Applied choice experiments also have temporal and financial limitations for delivering research outputs. The financial limitations of the present analysis, for instance, restricted the ways in which stakeholders could participate throughout the design process of the DCE. Although deliberative approaches to valuation (e.g. focus groups and visioning workshops) could help to empower citizens through the democratisation of the decision making process (Brown et al., 1995; Jacobs, 1997; Kenyon et al., 2001; Lo and Spash, 2013; Sagoff, 1998; Spash, 2001; Ward, 1999), it has also been suggested that the quality, significance and the legitimacy of valuation study outcomes are often dependent on ways in which participation is framed (Carnoye and Lopes, 2015; Jacobs, 1997; Niemeyer and Spash, 2001). Deliberative environmental valuation is considered to be more useful when individuals have a direct financial relationship with the agency proposed to collect the

funds (Niemeyer and Spash, 2001). For instance, when the environmental project involves local councils to which citizens already pay taxes, or organisations to which citizens already pay bills. Moreover, it has been found that individual participatory methods are more capable of generating transparent and quantifiable data, in comparison to group-based methods which are often harder to channel directly into the policy making process (Carnoye and Lopes, 2015). Since money and time represent essential limitations to the development of environmental valuation studies, there is a further need for studies to develop cost-effectiveness analyses of using participatory approaches in the context of ES valuations.

Finally, the use of multi-case valuation studies (Christie et al., 2015; Christie and Rayment, 2012; De Valck et al., 2017; Hanley et al., 2006; Lanz and Provins, 2013; Luisetti et al., 2011; Morrison and Bennett, 2004; Shen et al., 2015) could be advantageous for the generalisability and transferability of environmental valuation study outputs (Stewart, 2012). Nonetheless, this research design could lead to the reduction of the effective sub-sample sizes and potentially decrease the significance levels of the coefficients and thus worsen results robustness. Using cross-validation of the sub-sample estimates could serve as a method to increase the validity of the obtained site-specific WTP estimates. Researchers using multi-case studies might adopt the randomisation process used in the experimental design of this research as it permits to account for the site-specific environmental preferences on the process leading to the final experimental design (Czajkowski, 2016). It is the intention of the researcher to test whether there additional benefits from this ‘site-specific' experimental designs, such as the presence of significant efficiency gains. In other regards, the use of multi-case studies increase the analysis possibilities. For instance, researchers could develop overlay analysis in GIS to identify the most preferred position of restoration projects, using the geo-referenced WTP estimates related to different study sites in addition to other relevant environmental information layers.
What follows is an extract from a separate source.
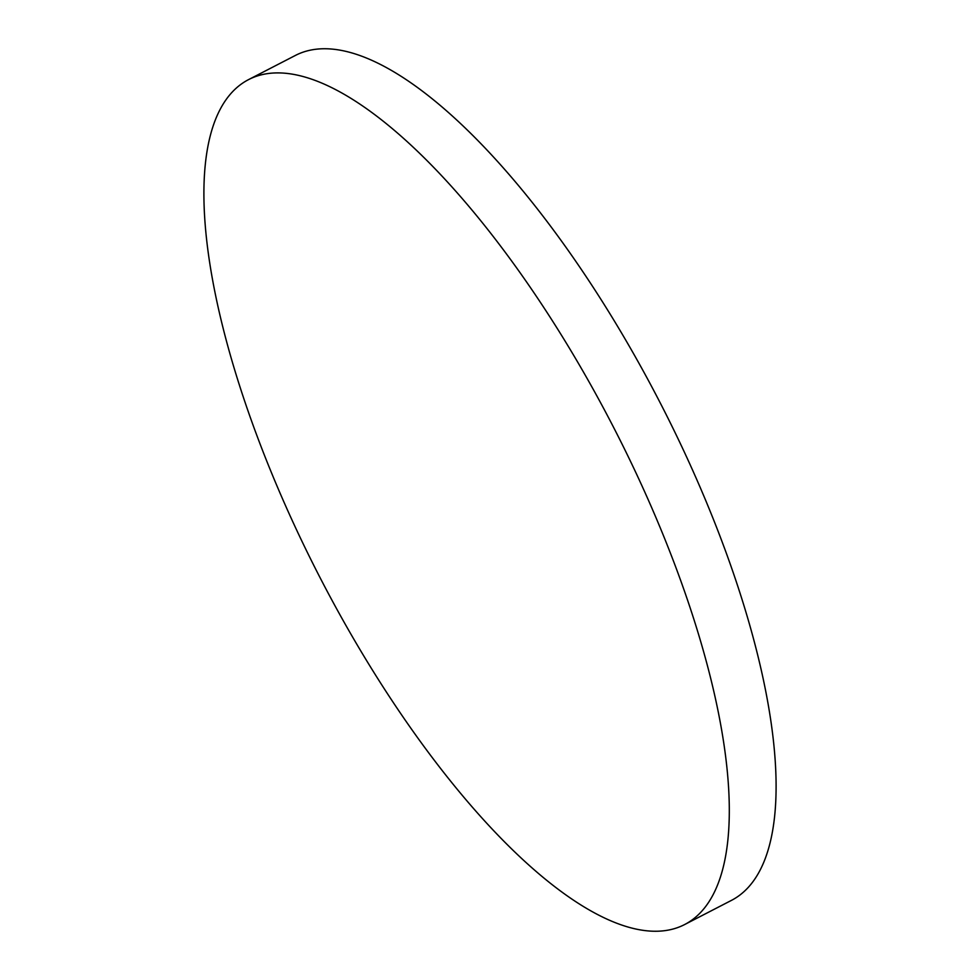 <?xml version="1.0" encoding="UTF-8"?>
<svg xmlns="http://www.w3.org/2000/svg" width="980" height="980" viewBox="0 0 980 980"><rect width="100%" height="100%" fill="white"/><g stroke="black" fill="none" stroke-linecap="round" stroke-linejoin="round"><path stroke-width="1.47" d="M248.54 79.625L295.335 55.468A475.41 164.885 62.7 0 1 684.052 451.449A475.41 164.885 62.7 0 1 731.46 900.375L684.665 924.532A475.41 164.885 62.7 0 1 295.948 528.551A475.41 164.885 62.7 0 1 248.54 79.625A475.41 164.885 62.7 0 1 637.257 475.606A475.41 164.885 62.7 0 1 684.665 924.532"/></g></svg>

Finally, multi-case valuation studies can be incorporated into the general practice and could be beneficial for the benefit transfer literature in two ways. First, obtaining a more scattered sample of valuation studies in the UK increase the likelihood of the study and policy location being geographically proximate, which have been found to reduce transfer errors of value transfer (Kaul et al., 2013; Spash and Vatn, 2006). Secondly, the estimates obtained from multiple-case valuation studies can be used

to test the accuracy of value transfer exercises for riverine ecosystems (Morrison and Bennett, 2004), green spaces (Perino et al., 2014) and woodland recreation (Bateman et al., 1999).